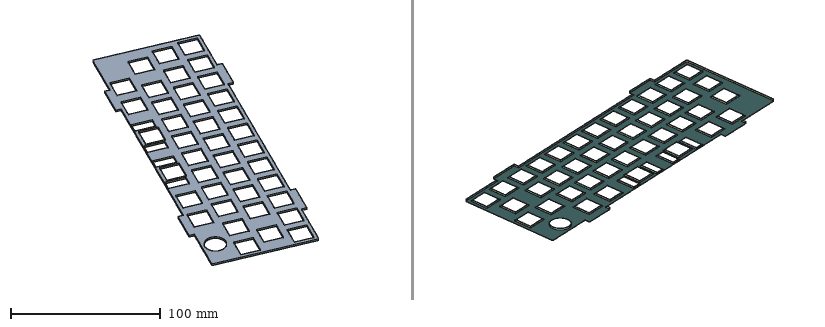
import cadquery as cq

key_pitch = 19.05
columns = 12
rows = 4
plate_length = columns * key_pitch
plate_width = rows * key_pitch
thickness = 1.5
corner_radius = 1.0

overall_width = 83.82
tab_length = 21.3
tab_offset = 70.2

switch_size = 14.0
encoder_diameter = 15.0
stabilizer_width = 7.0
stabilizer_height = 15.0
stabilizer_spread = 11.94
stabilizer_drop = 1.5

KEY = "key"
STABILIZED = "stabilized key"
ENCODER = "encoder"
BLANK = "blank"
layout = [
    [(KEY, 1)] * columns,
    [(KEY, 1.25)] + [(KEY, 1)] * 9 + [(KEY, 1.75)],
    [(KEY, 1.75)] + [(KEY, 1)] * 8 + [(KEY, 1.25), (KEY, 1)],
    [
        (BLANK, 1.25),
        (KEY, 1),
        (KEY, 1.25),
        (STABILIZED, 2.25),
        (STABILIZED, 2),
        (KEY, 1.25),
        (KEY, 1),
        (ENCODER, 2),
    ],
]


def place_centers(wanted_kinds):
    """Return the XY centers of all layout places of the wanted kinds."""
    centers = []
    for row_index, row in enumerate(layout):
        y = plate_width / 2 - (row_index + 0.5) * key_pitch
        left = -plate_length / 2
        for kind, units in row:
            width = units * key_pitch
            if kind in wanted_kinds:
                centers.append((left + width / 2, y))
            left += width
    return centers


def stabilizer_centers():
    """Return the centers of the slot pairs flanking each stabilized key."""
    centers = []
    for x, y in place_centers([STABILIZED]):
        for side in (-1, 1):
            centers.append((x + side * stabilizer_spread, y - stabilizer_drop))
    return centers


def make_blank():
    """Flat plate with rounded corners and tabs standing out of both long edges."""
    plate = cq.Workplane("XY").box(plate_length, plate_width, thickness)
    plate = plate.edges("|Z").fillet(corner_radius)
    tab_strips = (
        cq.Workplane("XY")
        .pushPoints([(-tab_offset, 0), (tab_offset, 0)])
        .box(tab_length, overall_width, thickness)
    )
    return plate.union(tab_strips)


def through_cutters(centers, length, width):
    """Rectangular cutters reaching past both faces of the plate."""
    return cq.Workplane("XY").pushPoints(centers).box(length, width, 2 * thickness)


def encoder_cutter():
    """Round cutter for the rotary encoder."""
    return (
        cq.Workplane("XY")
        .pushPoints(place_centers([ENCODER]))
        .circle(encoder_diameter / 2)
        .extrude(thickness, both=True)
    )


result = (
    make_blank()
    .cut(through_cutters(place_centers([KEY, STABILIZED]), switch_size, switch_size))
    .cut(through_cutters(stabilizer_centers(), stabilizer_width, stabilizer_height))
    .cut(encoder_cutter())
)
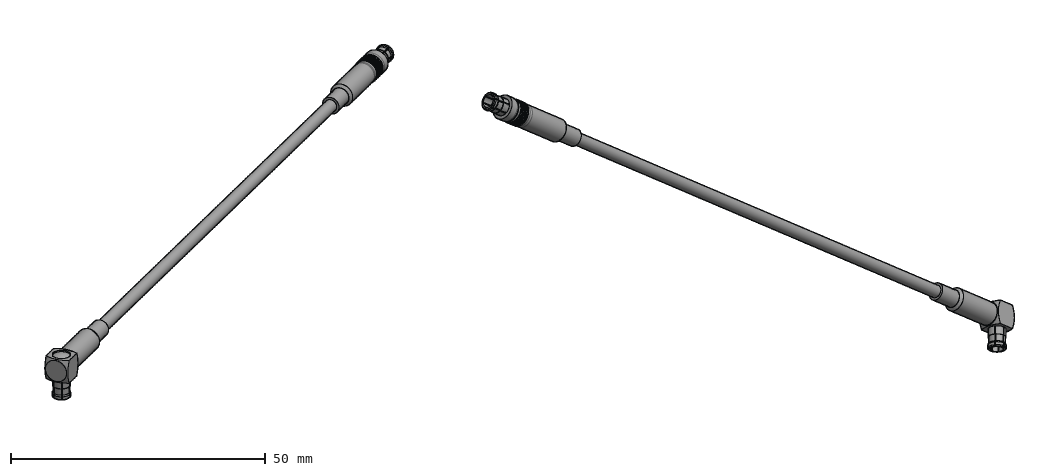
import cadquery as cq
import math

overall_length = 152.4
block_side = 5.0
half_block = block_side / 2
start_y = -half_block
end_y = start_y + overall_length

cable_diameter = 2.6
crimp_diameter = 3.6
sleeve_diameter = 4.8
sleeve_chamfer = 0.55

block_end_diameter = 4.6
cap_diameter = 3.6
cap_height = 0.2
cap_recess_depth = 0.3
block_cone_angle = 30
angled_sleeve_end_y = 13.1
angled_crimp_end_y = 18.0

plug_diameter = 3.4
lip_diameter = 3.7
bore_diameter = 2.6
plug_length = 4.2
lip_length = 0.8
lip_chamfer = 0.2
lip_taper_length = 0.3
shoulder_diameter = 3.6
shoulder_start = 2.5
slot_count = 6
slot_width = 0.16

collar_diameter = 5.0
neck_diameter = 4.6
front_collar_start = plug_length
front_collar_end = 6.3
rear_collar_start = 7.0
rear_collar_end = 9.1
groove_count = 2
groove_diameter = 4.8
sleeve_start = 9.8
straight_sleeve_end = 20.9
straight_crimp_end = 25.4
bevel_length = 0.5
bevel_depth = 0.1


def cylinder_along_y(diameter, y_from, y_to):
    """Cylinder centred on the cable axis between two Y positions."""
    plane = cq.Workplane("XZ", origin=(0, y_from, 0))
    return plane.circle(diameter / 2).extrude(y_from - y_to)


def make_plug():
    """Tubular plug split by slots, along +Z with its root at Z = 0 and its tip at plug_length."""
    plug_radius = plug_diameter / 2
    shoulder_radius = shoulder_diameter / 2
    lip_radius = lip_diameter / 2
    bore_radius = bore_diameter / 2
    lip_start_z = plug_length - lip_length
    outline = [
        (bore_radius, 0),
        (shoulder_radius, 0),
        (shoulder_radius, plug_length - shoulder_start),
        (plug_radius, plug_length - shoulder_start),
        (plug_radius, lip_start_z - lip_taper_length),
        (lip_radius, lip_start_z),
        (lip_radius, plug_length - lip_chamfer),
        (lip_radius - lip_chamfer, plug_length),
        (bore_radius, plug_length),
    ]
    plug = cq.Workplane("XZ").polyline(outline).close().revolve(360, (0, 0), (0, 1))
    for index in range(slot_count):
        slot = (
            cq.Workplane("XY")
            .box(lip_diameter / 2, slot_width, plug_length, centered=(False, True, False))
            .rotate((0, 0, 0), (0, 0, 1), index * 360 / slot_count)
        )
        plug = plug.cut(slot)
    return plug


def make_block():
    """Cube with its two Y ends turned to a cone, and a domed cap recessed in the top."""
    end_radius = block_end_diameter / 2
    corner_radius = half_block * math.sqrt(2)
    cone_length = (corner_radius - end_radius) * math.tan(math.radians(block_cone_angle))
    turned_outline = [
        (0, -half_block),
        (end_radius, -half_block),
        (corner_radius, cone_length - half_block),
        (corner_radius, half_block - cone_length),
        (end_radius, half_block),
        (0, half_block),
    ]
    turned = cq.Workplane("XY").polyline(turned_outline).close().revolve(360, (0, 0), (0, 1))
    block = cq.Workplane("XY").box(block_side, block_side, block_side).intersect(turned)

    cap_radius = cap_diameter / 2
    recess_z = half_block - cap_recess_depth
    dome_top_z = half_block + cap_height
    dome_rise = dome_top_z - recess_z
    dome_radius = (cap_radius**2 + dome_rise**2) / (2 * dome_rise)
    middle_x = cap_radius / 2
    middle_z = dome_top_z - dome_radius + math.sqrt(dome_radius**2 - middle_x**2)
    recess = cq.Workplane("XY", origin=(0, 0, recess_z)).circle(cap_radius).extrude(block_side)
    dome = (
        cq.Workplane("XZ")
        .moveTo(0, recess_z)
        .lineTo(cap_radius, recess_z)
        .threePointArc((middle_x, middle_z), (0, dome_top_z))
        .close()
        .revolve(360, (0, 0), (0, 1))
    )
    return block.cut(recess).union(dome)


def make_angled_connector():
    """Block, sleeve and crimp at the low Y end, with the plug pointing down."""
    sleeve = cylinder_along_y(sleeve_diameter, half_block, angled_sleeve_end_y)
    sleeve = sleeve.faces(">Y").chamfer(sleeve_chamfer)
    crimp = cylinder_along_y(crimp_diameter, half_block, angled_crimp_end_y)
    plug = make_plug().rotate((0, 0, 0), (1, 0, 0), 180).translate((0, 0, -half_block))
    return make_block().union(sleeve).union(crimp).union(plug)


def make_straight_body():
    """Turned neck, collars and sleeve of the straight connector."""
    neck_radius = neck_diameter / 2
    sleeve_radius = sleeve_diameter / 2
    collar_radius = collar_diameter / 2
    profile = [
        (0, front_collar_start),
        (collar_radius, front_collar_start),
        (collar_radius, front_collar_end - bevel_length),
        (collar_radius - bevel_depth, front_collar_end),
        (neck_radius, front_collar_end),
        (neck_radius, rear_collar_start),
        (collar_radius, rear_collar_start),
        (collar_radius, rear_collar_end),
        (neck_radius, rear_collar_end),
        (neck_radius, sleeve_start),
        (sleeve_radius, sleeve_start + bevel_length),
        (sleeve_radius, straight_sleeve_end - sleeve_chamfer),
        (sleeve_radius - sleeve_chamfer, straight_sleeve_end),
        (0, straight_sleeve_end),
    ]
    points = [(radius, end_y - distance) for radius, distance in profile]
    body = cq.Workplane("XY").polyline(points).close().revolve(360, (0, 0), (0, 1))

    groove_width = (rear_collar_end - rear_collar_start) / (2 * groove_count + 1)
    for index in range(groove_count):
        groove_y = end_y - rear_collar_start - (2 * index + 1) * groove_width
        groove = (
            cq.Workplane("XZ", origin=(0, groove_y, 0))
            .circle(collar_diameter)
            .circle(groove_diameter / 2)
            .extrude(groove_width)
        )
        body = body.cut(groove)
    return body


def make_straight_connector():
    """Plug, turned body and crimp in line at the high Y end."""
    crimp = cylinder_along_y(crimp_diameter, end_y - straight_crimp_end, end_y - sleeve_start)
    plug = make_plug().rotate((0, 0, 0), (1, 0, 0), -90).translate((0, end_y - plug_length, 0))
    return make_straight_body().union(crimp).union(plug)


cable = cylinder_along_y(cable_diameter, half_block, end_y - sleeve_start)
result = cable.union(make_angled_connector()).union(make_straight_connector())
---------------
* _Try it_: From the opening line of the entries, copy each line exactly until the line with "the XY centers", which is copied as well; leave out pictures.

* _Result of this task_:
import cadquery as cq

key_pitch = 19.05
columns = 12
rows = 4
plate_length = columns * key_pitch
plate_width = rows * key_pitch
thickness = 1.5
corner_radius = 1.0

overall_width = 83.82
tab_length = 21.3
tab_offset = 70.2

switch_size = 14.0
encoder_diameter = 15.0
stabilizer_width = 7.0
stabilizer_height = 15.0
stabilizer_spread = 11.94
stabilizer_drop = 1.5

KEY = "key"
STABILIZED = "stabilized key"
ENCODER = "encoder"
BLANK = "blank"
layout = [
    [(KEY, 1)] * columns,
    [(KEY, 1.25)] + [(KEY, 1)] * 9 + [(KEY, 1.75)],
    [(KEY, 1.75)] + [(KEY, 1)] * 8 + [(KEY, 1.25), (KEY, 1)],
    [
        (BLANK, 1.25),
        (KEY, 1),
        (KEY, 1.25),
        (STABILIZED, 2.25),
        (STABILIZED, 2),
        (KEY, 1.25),
        (KEY, 1),
        (ENCODER, 2),
    ],
]


def place_centers(wanted_kinds):
    """Return the XY centers of all layout places of the wanted kinds."""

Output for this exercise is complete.